Sperm proteome gives “tantalising glimpse” towards the origin of sex

Research published in Nature Genetics today describes 381 proteins present in sperm of the fruit fly, Drosophila melanogaster. Whilst more proteins may be identified as research progresses, this study marks the first substantial ’whole-cell’ characterisation of the protein components of a higher eukaryotic cell (a cell in which all the genetic components are contained within a nucleus).

This so-called ‘proteome’ contains everything the sperm needs to survive and function correctly, and scientists can use it to investigate the factors that make some sperm more successful than others.

Around half of the genes of the fruit fly sperm proteome have comparable versions in humans and mice, making it a useful model for studying male infertility in mammals.

By comparing the sperm proteome of the fruit fly with other species, scientists will also be able to rewind evolution and work out the core sperm proteome – the most basic constituents a sperm needs for sexual reproduction. This will shed light on how sex itself evolved.

“This is the first catalogue of sperm proteins for any organism, and it offers a tantalising glimpse into how we might begin to answer some of biology’s most fundamental questions,” said Dr Tim Karr from the University of Bath who led the study.

“Amazingly we know very little about what is in a sperm, which probably explains why we don’t really understand sex, let alone how it evolved.

“Before we catalogued the sperm proteome, we only knew a few specific proteins in the Drosophila sperm.

“Being able to compare the structure and content of the proteomes of sperm from different species should help us understand the evolution and origin of sperm.

“We now know of at least 381, which is a greater than 50-fold increase in our knowledge base.
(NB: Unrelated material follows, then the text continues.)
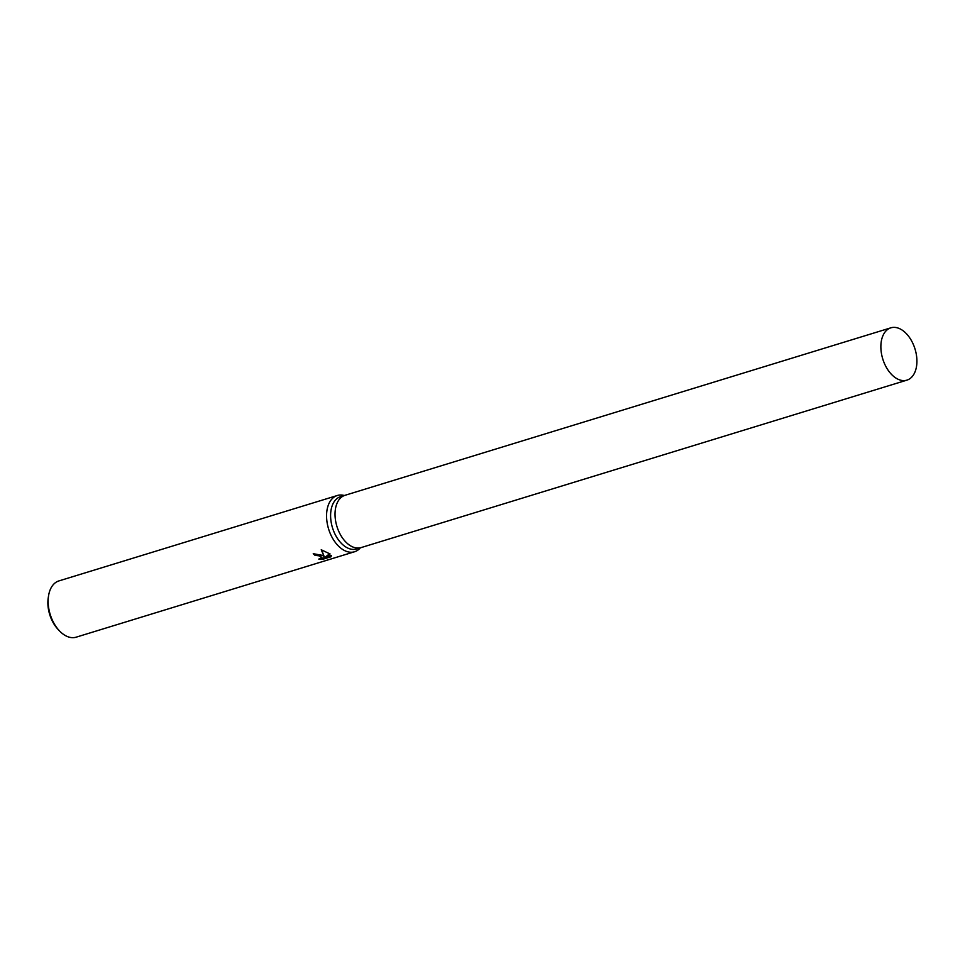 <?xml version="1.0" encoding="UTF-8"?>
<svg xmlns="http://www.w3.org/2000/svg" width="965" height="965" viewBox="0 0 965 965"><rect width="100%" height="100%" fill="white"/><g stroke="black" fill="none" stroke-linecap="round" stroke-linejoin="round"><path stroke-width="1.45" d="M345.132 495.262A27.358 16.887 72.9 0 0 345.024 495.286L340.597 496.649A27.358 16.887 72.9 0 0 330.766 519.11A27.358 16.887 72.9 0 0 345.193 546.588A27.358 16.887 72.9 0 0 356.652 548.964L361.079 547.601A27.358 16.887 72.9 0 0 361.175 547.577M361.079 547.601A27.358 16.887 72.9 0 1 349.619 545.237A27.358 16.887 72.9 0 1 335.193 517.759A27.358 16.887 72.9 0 1 345.024 495.298A27.358 16.887 72.9 0 0 335.193 517.759A27.358 16.887 72.9 0 0 349.619 545.237A27.358 16.887 72.9 0 0 361.079 547.601L906.919 380.138A27.358 16.887 72.9 0 0 916.75 357.677A27.358 16.887 72.9 0 0 902.311 330.199A27.358 16.887 72.9 0 0 890.864 327.823A27.358 16.887 72.9 0 0 881.033 350.283A27.358 16.887 72.9 0 0 895.46 377.773A27.358 16.887 72.9 0 0 906.919 380.138M344.3 495.515A29.42 18.154 72.9 0 0 337.316 495.503A29.42 18.154 72.9 0 0 326.737 519.653A29.42 18.154 72.9 0 0 342.249 549.206A29.42 18.154 72.9 0 0 354.565 551.751A29.42 18.154 72.9 0 0 360.343 547.831M322.334 555.321L324.228 556.721L321.236 549.76L330.078 553.982L324.916 557.42L331.284 555.466L331.055 556.757L323.203 559.157L318.788 559.085L321.936 557.71L320.223 555.961L314.976 555.321A29.42 18.154 -107.1 0 1 313.239 553.705L322.334 555.321M337.316 495.503L58.901 580.918A29.42 18.154 72.9 0 0 48.564 595.767A29.42 18.154 72.9 0 0 59.275 630.676A29.42 18.154 72.9 0 0 63.847 634.62A29.42 18.154 72.9 0 0 76.163 637.177L354.565 551.751M313.842 553.56A28.685 17.696 72.9 0 0 315.072 554.67L316.797 554.465L321.936 557.698M315.072 554.67L314.976 555.321M321.007 558.59L331.152 556.093L331.055 556.757M323.299 558.494L323.203 559.157M321.562 549.845L324.228 556.721M324.916 557.42L329.704 553.669M48.564 595.767L48.25 597.769A26.477 16.333 72.9 0 0 57.888 629.192L59.275 630.676M345.024 495.298L890.864 327.823"/></g></svg>

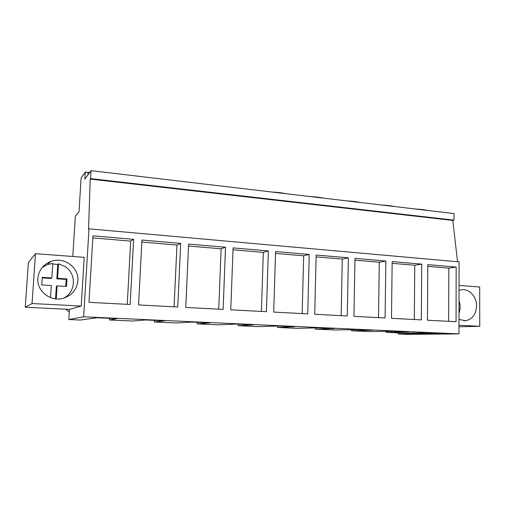 <?xml version="1.0" encoding="UTF-8"?>
<svg xmlns="http://www.w3.org/2000/svg" width="505" height="505" viewBox="0 0 505 505"><rect width="100%" height="100%" fill="white"/><g stroke="black" fill="none" stroke-linecap="round" stroke-linejoin="round"><path stroke-width="0.76" d="M69.456 309.382L25.25 307.217L28.381 262.606L35.476 253.68L84.209 257.335L81.229 306.043L69.456 309.382L68.819 319.532L83.647 316.799L458.976 333.906L406.336 334.348L398.23 333.994L443.504 333.489L429.622 332.858L403.445 333.079L386.079 332.303L408.671 331.911L394.197 331.248L369.414 331.564L351.341 330.756L372.349 330.257L357.25 329.576L334.001 329.986L315.177 329.146L334.436 328.54L318.668 327.821L297.11 328.338L277.491 327.467L294.832 326.741L278.343 325.99L258.655 326.628L238.19 325.712L253.415 324.86L236.163 324.077L218.526 324.835L197.158 323.882L210.061 322.891L191.988 322.07L176.617 322.966L154.284 321.975L164.63 320.827L145.68 319.968L132.802 321.016L109.44 319.974L116.971 318.668L97.067 317.765L80.333 320.037L68.819 319.532M72.796 256.477L75.346 216.108L78.995 211.948L81.116 177.956L85.276 172.053L84.84 179.155L91.07 170.652L90.584 178.606L90.218 179.086L88.545 229.245L88.994 228.841L83.647 316.799M398.243 332.845L398.23 333.994M88.994 228.841L459.077 261.887L458.976 333.906M92.964 235.841L88.968 302.318L130.145 304.496L133.629 239.338L92.964 235.841M348.374 257.809L316.155 255.038L314.716 314.255L347.27 315.972L348.374 257.809L342.289 259.09L316.105 256.868M385.839 261.028L385.094 317.973L353.942 316.326L354.983 258.377L385.839 261.028L379.293 262.234L378.51 317.626M223.122 309.407L185.764 307.438L188.599 244.066L225.527 247.242L223.122 309.407M141.943 240.058L138.559 304.938L177.754 307.008L180.676 243.385L141.943 240.058M275.56 251.547L273.704 312.084L307.747 313.883L309.249 254.444L275.56 251.547M266.406 311.699L230.766 309.811L233.089 247.892L268.344 250.922L266.406 311.699M421.732 264.115L392.164 261.571L391.482 318.308L421.322 319.886L421.732 264.115L414.769 265.251L392.145 263.326M456.059 321.723L427.445 320.214L427.798 264.633L456.16 267.076L456.059 321.723M90.218 179.086L452.789 220.426L457.549 261.748M90.584 178.606L453.989 220.136L452.789 220.426M453.989 220.136L454.008 213.571L91.07 170.652M87.908 174.964L88.066 172.382L85.276 172.053M118.252 173.865L101.682 171.908M89.972 172.148L88.066 172.382M163.027 179.161L147.195 177.287M205.832 184.224L190.694 182.431M246.787 189.066L232.3 187.349M286.019 193.705C282.106 192.847 277.472 192.298 272.138 192.064M323.629 198.149C319.968 197.329 315.53 196.805 310.316 196.578M359.718 202.417C356.29 201.634 352.035 201.129 346.941 200.908M394.373 206.52C391.167 205.769 387.076 205.282 382.096 205.068M427.678 210.459C424.686 209.739 420.747 209.272 415.88 209.057M35.476 253.68L32.036 303.543L25.25 307.217M81.229 306.043L32.036 303.543M77.865 280.805C79.19 267.467 63.838 256.3 50.841 261.451C43.146 264.588 38.822 270.2 37.881 278.28C36.562 291.164 50.734 302.142 63.314 298.253C72 295.381 76.848 289.567 77.865 280.805M458.988 326.779L479.75 326.299L479.674 286.991L459.045 285.445M479.75 326.299L458.988 325.245M69.292 312.046L65.757 309.199M113.77 319.084L113.802 318.522M109.44 319.974L109.585 318.333M160.502 321.193L160.533 320.643M154.284 321.975L154.429 320.366M205.093 323.206L205.118 322.67M197.158 323.882L197.303 322.31M247.69 325.125L247.709 324.601M238.19 325.712L238.335 324.178M288.418 326.962L288.431 326.451M277.491 327.467L277.636 326.022M327.398 328.723L327.41 328.218M315.177 329.146L315.303 327.922M364.743 330.409L364.749 329.916M351.341 330.756L351.455 329.702M400.553 332.019L400.56 331.539M386.079 332.303L386.173 331.375M434.919 333.571L434.925 333.098M133.629 239.338L130.662 241.112L92.838 237.899M130.662 241.112L127.254 304.338M342.289 259.09L341.159 315.65M379.293 262.234L354.952 260.17M225.527 247.242L221.127 248.795L188.51 246.023M221.127 248.795L218.747 309.18M180.676 243.385L176.958 245.045L141.836 242.059M176.958 245.045L174.08 306.819M309.249 254.444L303.675 255.808L275.503 253.415M303.675 255.808L302.16 313.586M268.344 250.922L263.326 252.38L233.02 249.805M263.326 252.38L261.394 311.433M414.769 265.251L414.315 319.52M456.16 267.076L448.825 268.142L427.785 266.356M448.825 268.142L448.661 321.332M458.994 319.419L465.604 320.732C472.396 319.242 476.045 314.331 476.556 305.998C476.745 296.7 469.019 288.342 461.418 289.769L459.039 290.432M52.741 263.995L57.785 264.437L58.523 263.825L64.665 266.312C76.627 273.148 76.186 291.852 63.807 298.114M42.3 267.385L47.508 264.544L52.779 263.421L51.813 277.965L51.125 278.457L42.224 277.895M50.513 297.603L51.314 285.514L41.751 284.94L42.262 277.352L51.813 277.965M58.523 263.825L57.576 278.331L66.988 278.93L66.508 286.423L57.084 285.862L56.232 298.903M57.084 285.862L56.358 286.291L55.537 298.834M57.785 264.437L56.844 278.823L66.18 279.416L65.738 286.379M57.576 278.331L56.844 278.823M66.988 278.93L66.18 279.416M459.02 300.791C460.484 304.995 460.478 309.117 459.007 313.157M47.508 264.544L50.841 261.451M463.842 320.795L465.604 320.732"/></g></svg>

Now that we have identified them, we should be able to study the function of all of these.”

Proteins carry out an immense range of functions, from forming structural materials to catalysing chemical reactions, so knowing exactly what proteins are in sperm is a great step forward in understanding.

The research involved purifying fruit fly sperm and developing methods to study their protein content. Previous estimates for the protein content of sperm were based on counts of proteins separated into ‘spots’ on a special gel matrix. However, these only identify the total number of proteins in sperm – rather than identifying the specific identity of each protein constituent

“The sperm proteome provides a basis for studying the critical functional components of sperm required for motility, fertilisation and possibly early embryo development,” said Dr Steve Dorus, also from the University of Bath, who collaborated with Dr Karr on the project.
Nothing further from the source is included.